Experimental and numerical investigation on seismic performance of extended stiffened end-plate joints with reduced beam section using high strength steel

Abstract

The flexural behavior of bolted extended stiffened (ES) end-plate joints with high strength steel (HSS) is crucial in order to avoid brittle fractures in earthquakes. A total of three types of ES joints with different failure mode were carefully designed to cover commonly used types of joints, namely the full strength, equal strength, and partial strength joints. They were tested under cyclic loading to further investigate their seismic performance, and to evaluate the suitability of the design equations specified in European Code (EN 1993: 1-8 and EN 1998-1).
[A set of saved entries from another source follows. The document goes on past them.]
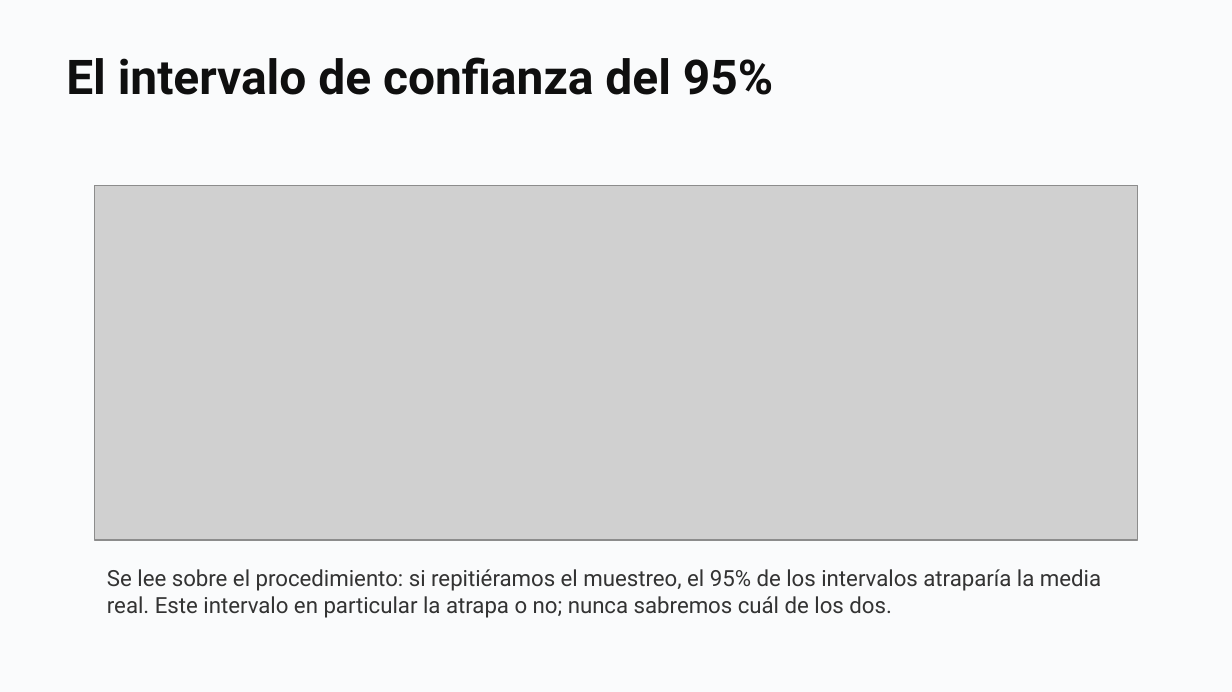
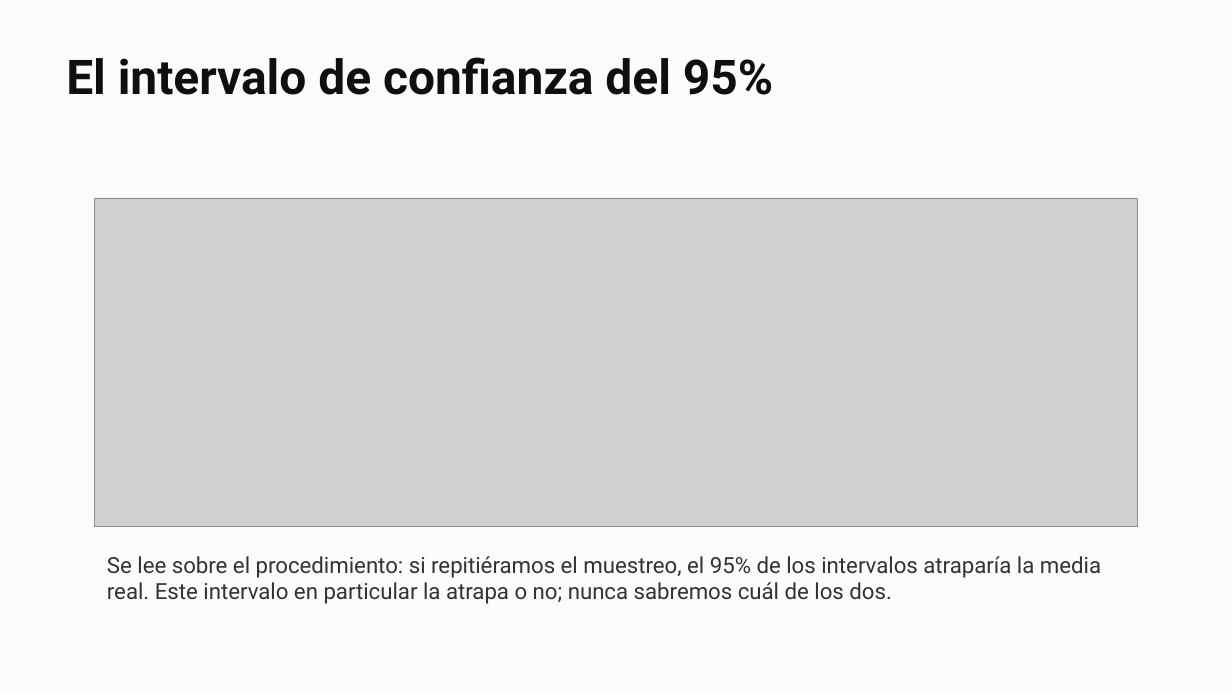
Before and after one commit to daniopitz/diplomado-cdd, a slide deck: slide 19 of presentaciones/clase05_probabilidad_inferencia.pptx (slide 18 before the commit). Drawn at 1232x692 pixels with LibreOffice and Linux fonts; fonts in the diff are those of the drawing; grey boxes stand for pictures. Boxes give left, top, right and bottom in pixels: in the first picture for what was removed or moved away, otherwise in the second. Text is boxed around its words. In the diff, an @@ line names an element or a change of style, - is before the commit and + after.

```diff
--- a/presentaciones/clase05_probabilidad_inferencia.pptx
+++ b/presentaciones/clase05_probabilidad_inferencia.pptx
@@ picture: place and size @@
-picture at bbox=[94, 185, 1137, 540]
+picture at bbox=[94, 198, 1137, 526]
@@ text "Se lee sobre el procedimiento: ...": place and size @@
-text "Se lee sobre el procedimiento: ..." at bbox=[107, 569, 1101, 618]
+text "Se lee sobre el procedimiento: ..." at bbox=[107, 556, 1101, 604]
```
Also in this commit, not shown: 12 other slides changed, 1 slide added, 3 other files.

Experimental results showed that the energy dissipation zone of the extended stiffened full (ESF) strength joints with HSS is mainly concentrated in the reduced section, while the one of the extended stiffened equal (ESE) strength joint using HSS is mainly distributed in the end-plate and the reduced section, both of them belong to ductile failure mode; the extended stiffened partial (ESP) strength joints with HSS only rely on the crack propagation and closure between the end-plate and the beam flange, and the limited plastic deformation of the end-plate to dissipate seismic energy, which presented brittle fracture; The failure mechanism and energy dissipation capacity of ES end-plate joints with HSS are closely related to the capacity design parameters αd, The capacity design calculation model of the ES joints based on the EN 1993: 1-8 code component method can accurately predict its failure mode, but the reasonable parameter αd needs to be further studied in European Code. Finite-element analysis was performed and showed good agreement with the experimental results. It was found that a higher likelihood of fracture in transition length rather than in the connection area was reconfirmed in both ESF and ESE joints, while for ESP joints, it is in the CJP weld of the beam flange end.